Items listed in a dataset:
────

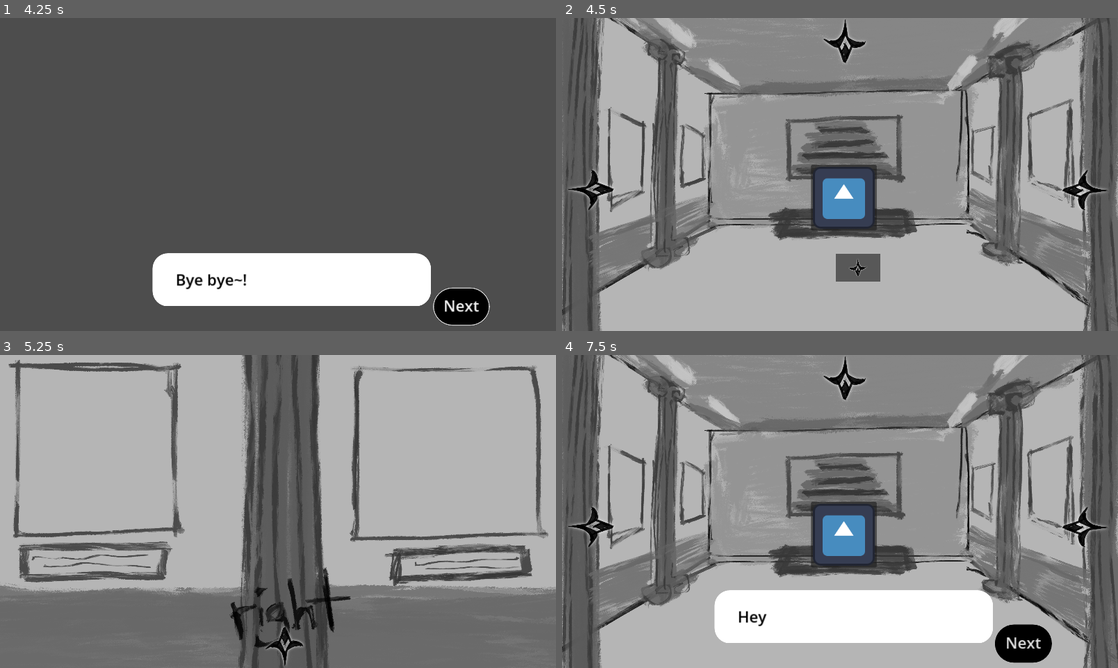
Above: before the commit, frames 1-4 (two rows, left to right).
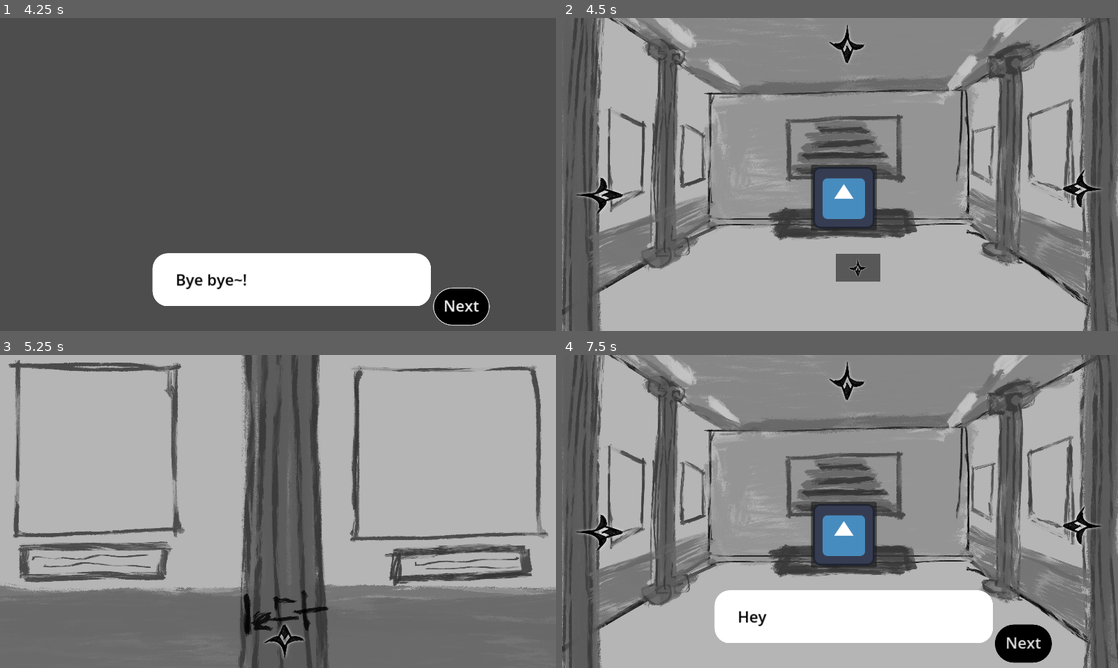
Above: after the commit, the same moments.

Repository: yaliu10/Escape-Room
Game: Godot game, scene res://Scenes/start_menu.tscn
Same seed, same stepped clock (60 frames per second), same inputs: the game is played once before the commit and once after it. The engine's default icon, where the game draws it, is replaced by a stand-in: a white triangle on a blue panel in a dark square.
Inputs (mouse positions are in pixels of both pictures, inside the frame that each line leads up to; where the layout moved, square brackets give the same spot in the first picture):
- Up to frame 1 (4.25 s): click "Start" at 0.5 s; click "Next" at 1.25 s; click "Next" at 2 s; click "Next" at 2.75 s; tap Enter at 3.5 s; move the mouse to (400, 158) at 3.52 s
- Up to frame 2 (4.5 s): tap Space at 4.25 s; move the mouse to (728, 190) at 4.27 s
- Up to frame 3 (5.25 s): click (38, 524) [0, 355] at 5 s
- Up to frame 4 (7.5 s): click (1079, 527) [562, 355] at 5.75 s; click (845, 639) [967, 599] at 6.5 s; click (856, 605) at 7.25 s

Frame 1 is identical in both runs. In frame 2, 0.9% of the frame differs, in the area x 1-98%, y 0-63%; in frame 3, 1.7%, in the area x 41-64%, y 67-100%; in frame 4, 0.9%.

Commit message:
Fixed button and outline of button

Diff:
--- a/escape-room/Scenes/left_wall.tscn
+++ b/escape-room/Scenes/left_wall.tscn
@@ -48,10 +48,10 @@
 [node name="Button" type="Button" parent="."]
 layout_mode = 1
 anchors_preset = -1
-anchor_left = 0.461806
-anchor_top = 0.532407
-anchor_right = 0.572049
-anchor_bottom = 0.669753
+anchor_left = 0.456597
+anchor_top = 0.844136
+anchor_right = 0.56684
+anchor_bottom = 0.981482
 offset_left = -4.0
 offset_top = -4.0
 offset_right = 4.0
@@ -75,10 +75,10 @@
 [node name="TextureRect" type="TextureRect" parent="Button"]
 layout_mode = 1
 anchors_preset = -1
-anchor_left = -0.414818
-anchor_top = 2.17526
-anchor_right = 1.17037
-anchor_bottom = 3.3402
+anchor_left = -0.296296
+anchor_top = -0.0824742
+anchor_right = 1.28889
+anchor_bottom = 1.08247
 grow_horizontal = 2
 grow_vertical = 2
 texture = ExtResource("3_alxna")
--- a/escape-room/Scenes/main.tscn
+++ b/escape-room/Scenes/main.tscn
@@ -1,10 +1,32 @@
-[gd_scene load_steps=6 format=3 uid="uid://bombr13ma3q8o"]
+[gd_scene load_steps=17 format=3 uid="uid://bombr13ma3q8o"]
 
 [ext_resource type="Script" path="res://Scripts/main.gd" id="1_uc6yk"]
 [ext_resource type="Texture2D" uid="uid://dtgphwhgvi6iy" path="res://art/IMG_2640.PNG" id="2_g73d6"]
 [ext_resource type="Texture2D" uid="uid://pnpi4rjo80q4" path="res://art/placeholder arrow.PNG" id="3_j2lnq"]
 [ext_resource type="PackedScene" uid="uid://dju1hvapdgqbs" path="res://Scenes/pause_screen.tscn" id="4_kx0le"]
 [ext_resource type="Texture2D" uid="uid://cyamkeioip6ar" path="res://icon.svg" id="5_jynig"]
+
+[sub_resource type="StyleBoxEmpty" id="StyleBoxEmpty_40ugu"]
+
+[sub_resource type="StyleBoxEmpty" id="StyleBoxEmpty_3xf03"]
+
+[sub_resource type="StyleBoxEmpty" id="StyleBoxEmpty_2c025"]
+
+[sub_resource type="StyleBoxEmpty" id="StyleBoxEmpty_6pmci"]
+
+[sub_resource type="StyleBoxEmpty" id="StyleBoxEmpty_inah0"]
+
+[sub_resource type="StyleBoxEmpty" id="StyleBoxEmpty_l7oi6"]
+
+[sub_resource type="StyleBoxEmpty" id="StyleBoxEmpty_luwjk"]
+
+[sub_resource type="StyleBoxEmpty" id="StyleBoxEmpty_leb3e"]
+
+[sub_resource type="StyleBoxEmpty" id="StyleBoxEmpty_8p5ea"]
+
+[sub_resource type="StyleBoxEmpty" id="StyleBoxEmpty_pdkhs"]
+
+[sub_resource type="StyleBoxEmpty" id="StyleBoxEmpty_ogirb"]
 
 [node name="Main" type="Control"]
 layout_mode = 3
@@ -41,18 +63,21 @@
 [node name="Left Button" type="Button" parent="Control"]
 layout_mode = 1
 anchors_preset = -1
-offset_right = 8.0
-offset_bottom = 8.0
+offset_top = 256.0
+offset_right = 2995.0
+offset_bottom = 3844.0
 scale = Vector2(0.0560984, 0.0535125)
 flat = true
 
 [node name="TextureRect" type="TextureRect" parent="Control/Left Button"]
 layout_mode = 1
 anchors_preset = -1
-anchor_left = -35.6516
-anchor_top = 1083.86
-anchor_right = 470.098
-anchor_bottom = 1427.24
+anchor_top = 0.075
+anchor_right = 0.944
+anchor_bottom = 1.087
+offset_top = 3629.76
+offset_right = 803.526
+offset_bottom = 2824.94
 rotation = -1.5708
 texture = ExtResource("3_j2lnq")
 expand_mode = 1
@@ -61,18 +86,23 @@
 [node name="Right Button" type="Button" parent="Control"]
 layout_mode = 1
 anchors_preset = -1
-offset_right = 8.0
-offset_bottom = 8.0
+offset_left = 1018.0
+offset_top = 284.0
+offset_right = 3104.0
+offset_bottom = 2975.0
 scale = Vector2(0.0560984, 0.0535125)
 flat = true
 
 [node name="TextureRect" type="TextureRect" parent="Control/Right Button"]
 layout_mode = 1
 anchors_preset = -1
-anchor_left = 2584.74
-anchor_top = 579.304
-anchor_right = 3090.49
-anchor_bottom = 922.679
+anchor_top = -0.176
+anchor_right = 1.068
+anchor_bottom = 1.189
+offset_left = 2228.23
+offset_top = -124.375
+offset_right = 3797.38
+offset_bottom = -1443.59
 rotation = 1.5708
 texture = ExtResource("3_j2lnq")
 expand_mode = 1
@@ -85,30 +115,42 @@
 anchor_top = -0.006
 anchor_right = -0.003
 anchor_bottom = -0.006
-offset_left = 0.12
-offset_top = 0.24
-offset_right = 8.12
-offset_bottom = 8.24
+offset_left = 530.456
+offset_top = -0.112
+offset_right = 2740.46
+offset_bottom = 2316.89
 grow_horizontal = 2
 grow_vertical = 2
 scale = Vector2(0.0560984, 0.0535125)
+theme_override_styles/focus = SubResource("StyleBoxEmpty_40ugu")
+theme_override_styles/disabled_mirrored = SubResource("StyleBoxEmpty_3xf03")
+theme_override_styles/disabled = SubResource("StyleBoxEmpty_2c025")
+theme_override_styles/hover_pressed_mirrored = SubResource("StyleBoxEmpty_6pmci")
+theme_override_styles/hover_pressed = SubResource("StyleBoxEmpty_inah0")
+theme_override_styles/hover_mirrored = SubResource("StyleBoxEmpty_l7oi6")
+theme_override_styles/hover = SubResource("StyleBoxEmpty_luwjk")
+theme_override_styles/pressed_mirrored = SubResource("StyleBoxEmpty_leb3e")
+theme_override_styles/pressed = SubResource("StyleBoxEmpty_8p5ea")
+theme_override_styles/normal_mirrored = SubResource("StyleBoxEmpty_pdkhs")
+theme_override_styles/normal = SubResource("StyleBoxEmpty_ogirb")
 flat = true
 
 [node name="TextureRect" type="TextureRect" parent="Control/Up Button"]
 layout_mode = 1
 anchors_preset = -1
-anchor_left = 1069.55
-anchor_top = 18.6872
-anchor_right = 1575.3
-anchor_bottom = 362.062
-offset_left = -83.1465
-offset_top = -529.82
-offset_right = -83.1465
-offset_bottom = -529.82
+anchor_left = -0.252218
+anchor_top = -0.048
+anchor_right = 1.272
+anchor_bottom = 0.997619
+offset_left = 1.25598
+offset_top = 0.0928802
+offset_right = 0.852783
+offset_bottom = -0.163086
 grow_horizontal = 2
 grow_vertical = 2
 texture = ExtResource("3_j2lnq")
 expand_mode = 1
+metadata/_edit_use_anchors_ = true
 
 [node name="text object" type="Button" parent="Control"]
 layout_mode = 0
--- a/escape-room/Scenes/right_wall.tscn
+++ b/escape-room/Scenes/right_wall.tscn
@@ -48,10 +48,14 @@
 [node name="Button" type="Button" parent="."]
 layout_mode = 1
 anchors_preset = -1
-anchor_left = 0.638021
-anchor_top = 0.67284
-anchor_right = 0.814236
-anchor_bottom = 0.87963
+anchor_left = 0.424
+anchor_top = 0.815
+anchor_right = 0.597
+anchor_bottom = 1.012
+offset_left = -2.44785
+offset_top = -6.11975
+offset_right = 0.256165
+offset_bottom = 0.224243
 theme_override_styles/focus = SubResource("StyleBoxEmpty_mbfk7")
 theme_override_styles/disabled_mirrored = SubResource("StyleBoxEmpty_6ogav")
 theme_override_styles/disabled = SubResource("StyleBoxEmpty_fu017")
@@ -68,10 +72,10 @@
 [node name="TextureRect" type="TextureRect" parent="Button"]
 layout_mode = 1
 anchors_preset = -1
-anchor_left = -1.21675
-anchor_top = 0.746267
-anchor_right = -0.216747
-anchor_bottom = 1.74627
+anchor_left = 0.00492529
+anchor_top = 0.0298485
+anchor_right = 1.00493
+anchor_bottom = 1.02985
 grow_horizontal = 2
 grow_vertical = 2
 texture = ExtResource("3_cxqnp")
--- a/escape-room/Scripts/left_wall.gd
+++ b/escape-room/Scripts/left_wall.gd
@@ -3,4 +3,4 @@
 
 
 func _on_button_pressed() -> void:
-		get_tree().change_scene_to_file("res://Scenes/main.tscn")
+	get_tree().change_scene_to_file("res://Scenes/main.tscn")

────

→ **WHAT NEEDS TO BE DONE**: Copy the records above exactly, from the first line through the line containing "-anchor_left = -0.414818", and leave out the pictures.

→ **RESPONSE TO THE TASK**:
Above: before the commit, frames 1-4 (two rows, left to right).
Above: after the commit, the same moments.

Repository: yaliu10/Escape-Room
Game: Godot game, scene res://Scenes/start_menu.tscn
Same seed, same stepped clock (60 frames per second), same inputs: the game is played once before the commit and once after it. The engine's default icon, where the game draws it, is replaced by a stand-in: a white triangle on a blue panel in a dark square.
Inputs (mouse positions are in pixels of both pictures, inside the frame that each line leads up to; where the layout moved, square brackets give the same spot in the first picture):
- Up to frame 1 (4.25 s): click "Start" at 0.5 s; click "Next" at 1.25 s; click "Next" at 2 s; click "Next" at 2.75 s; tap Enter at 3.5 s; move the mouse to (400, 158) at 3.52 s
- Up to frame 2 (4.5 s): tap Space at 4.25 s; move the mouse to (728, 190) at 4.27 s
- Up to frame 3 (5.25 s): click (38, 524) [0, 355] at 5 s
- Up to frame 4 (7.5 s): click (1079, 527) [562, 355] at 5.75 s; click (845, 639) [967, 599] at 6.5 s; click (856, 605) at 7.25 s

Frame 1 is identical in both runs. In frame 2, 0.9% of the frame differs, in the area x 1-98%, y 0-63%; in frame 3, 1.7%, in the area x 41-64%, y 67-100%; in frame 4, 0.9%.

Commit message:
Fixed button and outline of button

Diff:
--- a/escape-room/Scenes/left_wall.tscn
+++ b/escape-room/Scenes/left_wall.tscn
@@ -48,10 +48,10 @@
 [node name="Button" type="Button" parent="."]
 layout_mode = 1
 anchors_preset = -1
-anchor_left = 0.461806
-anchor_top = 0.532407
-anchor_right = 0.572049
-anchor_bottom = 0.669753
+anchor_left = 0.456597
+anchor_top = 0.844136
+anchor_right = 0.56684
+anchor_bottom = 0.981482
 offset_left = -4.0
 offset_top = -4.0
 offset_right = 4.0
@@ -75,10 +75,10 @@
 [node name="TextureRect" type="TextureRect" parent="Button"]
 layout_mode = 1
 anchors_preset = -1
-anchor_left = -0.414818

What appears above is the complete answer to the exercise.